1. If a players’ association wanted to support its argument for higher “average” salaries, which measure of central tendency do you think it should use? Why?

2. To refute the argument, which measure of central tendency should the owners apply to the players’ salaries? Why?

2.208 The Hite Report. Researcher Shere Hite shocked conservative America with her famous Hite Report on the permissive sexual attitudes of American men and women. In her book Women and Love: A Cultural Revolution in Progress (Knopf Press, 1988), Hite reveals some startling statistics describing how women feel about contemporary relationships:

• Eighty-four percent are not emotionally satisfied with their relationship.

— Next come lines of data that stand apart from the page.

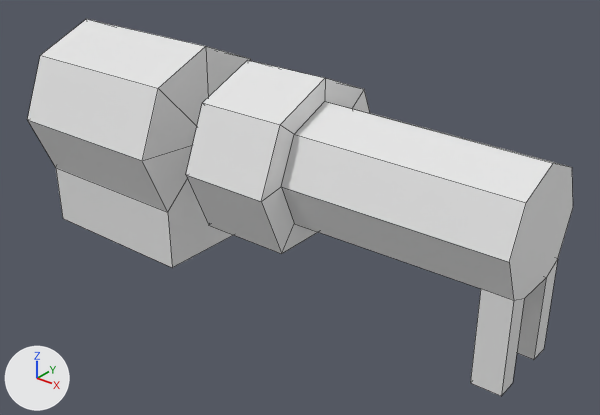
Before and after pictures for a commit that changed the Blender file Assets/Assets/Meshes/Walls/Generator_Mesh.blend.
Before and after are seen from a camera (50 mm lens) standing at (4.18, -3.11, 2.36) and looking at (1.68, 0.02, 0.42). Arrows for +X, +Y and +Z are at lower left; the lights stay in place. Mesh edges are drawn as thin lines.
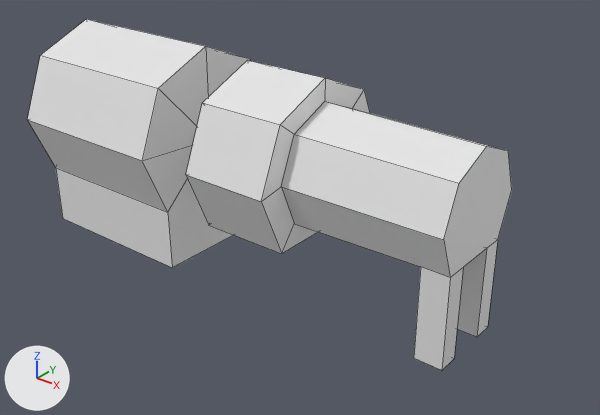
The newer file is also rescaled (x2.0), turned or shifted as a whole; pictures and numbers use the older file's frame.

Pixel boxes (x1, y1, x2, y2) of what changed, in the pictures (600 x 415 px; the box of a moved part takes in the faces that stretch with it):
'Cylinder', reshaped (11% narrower, 7% shorter)
    before: (27, 19, 573, 396)
    after: (27, 19, 512, 370)
part 1 of me_cylinder, moved or reshaped
    before: (281, 102, 566, 301)
    after: (281, 102, 503, 277)
part 2 of me_cylinder, moved or reshaped
    before: (470, 289, 514, 396)
    after: (414, 267, 450, 370)
part 3 of me_cylinder, moved or reshaped
    before: (501, 163, 573, 396)
    after: (442, 146, 512, 370)

The edits, one by one:
me_cylinder has 110 vertices, 98 faces and spans x 0.015..0.317, y -0.05..0.05, z -0.001..0.12.
me_cylinder is used by ob_cylinder; location (-0.15, 0.0, 0.0); scale (10.0, 10.0, 10.0).
me_cylinder part 1: all 9 vertices in x 0.302..0.317, y -0.032..0.032, z 0.049..0.104 are moved by (-0.03, 0.0, 0.0).
me_cylinder part 2: all 8 vertices in x 0.302..0.317, y -0.023..0.023, z -0.001 are moved by (-0.03, 0.0, 0.0).
me_cylinder part 3: all 4 vertices in x 0.302..0.317, y -0.011..0.011, z 0.044 are moved by (-0.03, 0.0, 0.005).

• Ninety-five percent report “emotional and psychological harassment” from their men.

• Seventy percent of those married five years or more are having extramarital affairs.

• Only 13% of those married more than two years are “in love.”

Hite conducted the survey by mailing out 100,000 questionnaires to women across the country over a seven-year period. The questionnaires were mailed to a wide variety of organizations, including church groups, women’s voting and political groups, women’s rights organizations, and counseling and walk-in centers for women. Organizational leaders were asked to circulate the questionnaires to their members. Hite also relied on volunteer respondents who wrote in for copies of the questionnaire. Each questionnaire consisted of 127 open-ended questions, many with numerous subquestions and follow-ups. Hite’s instructions read, “It is not necessary to answer every question! Feel free to skip around and answer those questions you choose.” Approximately 4,500 completed questionnaires were returned, a response rate of 4.5%. These questionnaires form the data set from which the preceding percentages were determined. Hite claims that the 4,500 women respondents are a representative sample of all women in the United States and, therefore, that the survey results imply that vast numbers of women are “suffering a lot of pain in their love relationships with men.” Critically assess the survey results. Do you believe they are reliable?